_Dataset_
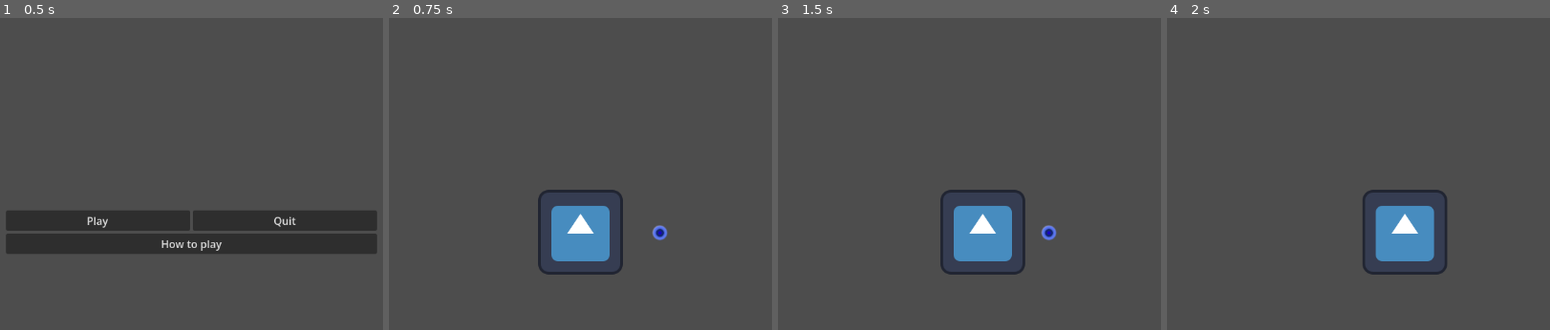
Above: before the commit, frames 1-4 (left to right).
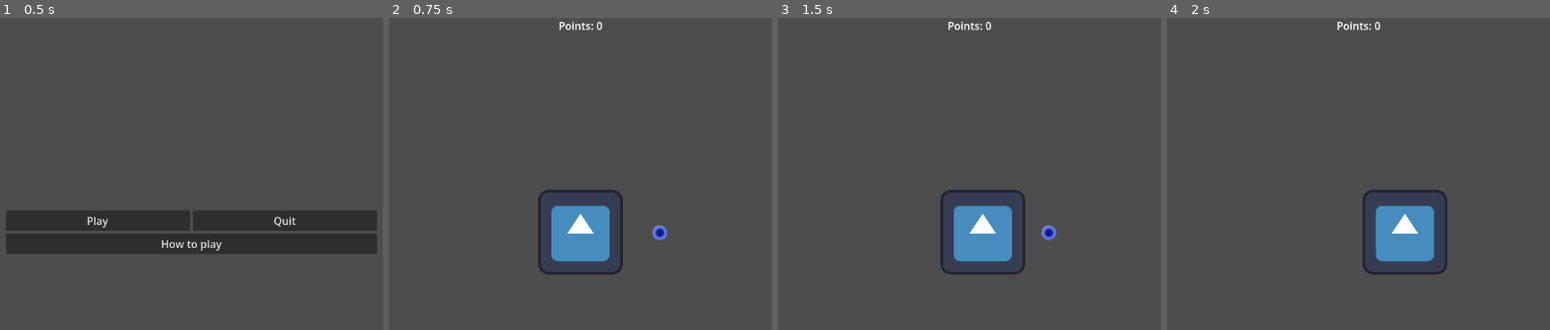
Above: after the commit, the same moments.

Repository: GlitchedSalad/global-game-jam-2026
Game: Godot game, scene res://src/scenes/level/menu.tscn
The game is run twice, just before and just after one commit, with the same random seed, the same clock (stepped at 60 frames per second) and the same inputs. The project has no main scene, so this scene is started directly. The engine's default icon, where the game draws it, is replaced by a stand-in: a white triangle on a blue panel in a dark square.
Inputs:
- Up to frame 1 (0.5 s): no input
- Up to frame 2 (0.75 s): click "Play" at 0.5 s
- Up to frame 3 (1.5 s): tap Enter at 1.25 s; hold D (Right) from 1.28 s (still down); tap G (G) at 1.35 s
- Up to frame 4 (2 s): keep holding D (Right)

Frame 1 is identical in both runs. In frame 2, 0.2% of the frame differs, in the area x 44-56%, y 1-4%; in frame 3, 0.2%; in frame 4, 0.2%.

Commit message:
added hud to main

Diff:
--- a/src/scenes/level/main.tscn
+++ b/src/scenes/level/main.tscn
@@ -4,7 +4,8 @@
 [ext_resource type="PackedScene" uid="uid://s8dc0iq28nca" path="res://src/scenes/entities/character_base.tscn" id="2_2couc"]
 [ext_resource type="PackedScene" uid="uid://bbpjtemgku5av" path="res://src/scenes/components/player_controller.tscn" id="3_8c177"]
 [ext_resource type="Texture2D" uid="uid://c2tos1omse0cv" path="res://icon.svg" id="4_srwyl"]
-[ext_resource type="PackedScene" uid="uid://dbheax1kx27dy" path="res://src/scenes/entities/pickup.tscn" id="5_8c177"]
+[ext_resource type="PackedScene" path="res://src/scenes/entities/pickup.tscn" id="5_8c177"]
+[ext_resource type="PackedScene" uid="uid://dcdntvpo1nj4i" path="res://src/scenes/components/hud.tscn" id="6_srwyl"]
 
 [sub_resource type="RectangleShape2D" id="RectangleShape2D_8c177"]
 size = Vector2(129, 129)
@@ -30,3 +31,5 @@
 
 [node name="pickup" parent="." unique_id=539630175 instance=ExtResource("5_8c177")]
 position = Vector2(120, 0)
+
+[node name="HUD" parent="." unique_id=30475843 instance=ExtResource("6_srwyl")]

_How to complete this task_
Set out exactly, and only, the lines between the first line of the listing and the line containing "Game: Godot game, scene", counting both, while leaving every picture out.

_Written solution_
Above: before the commit, frames 1-4 (left to right).
Above: after the commit, the same moments.

Repository: GlitchedSalad/global-game-jam-2026
Game: Godot game, scene res://src/scenes/level/menu.tscn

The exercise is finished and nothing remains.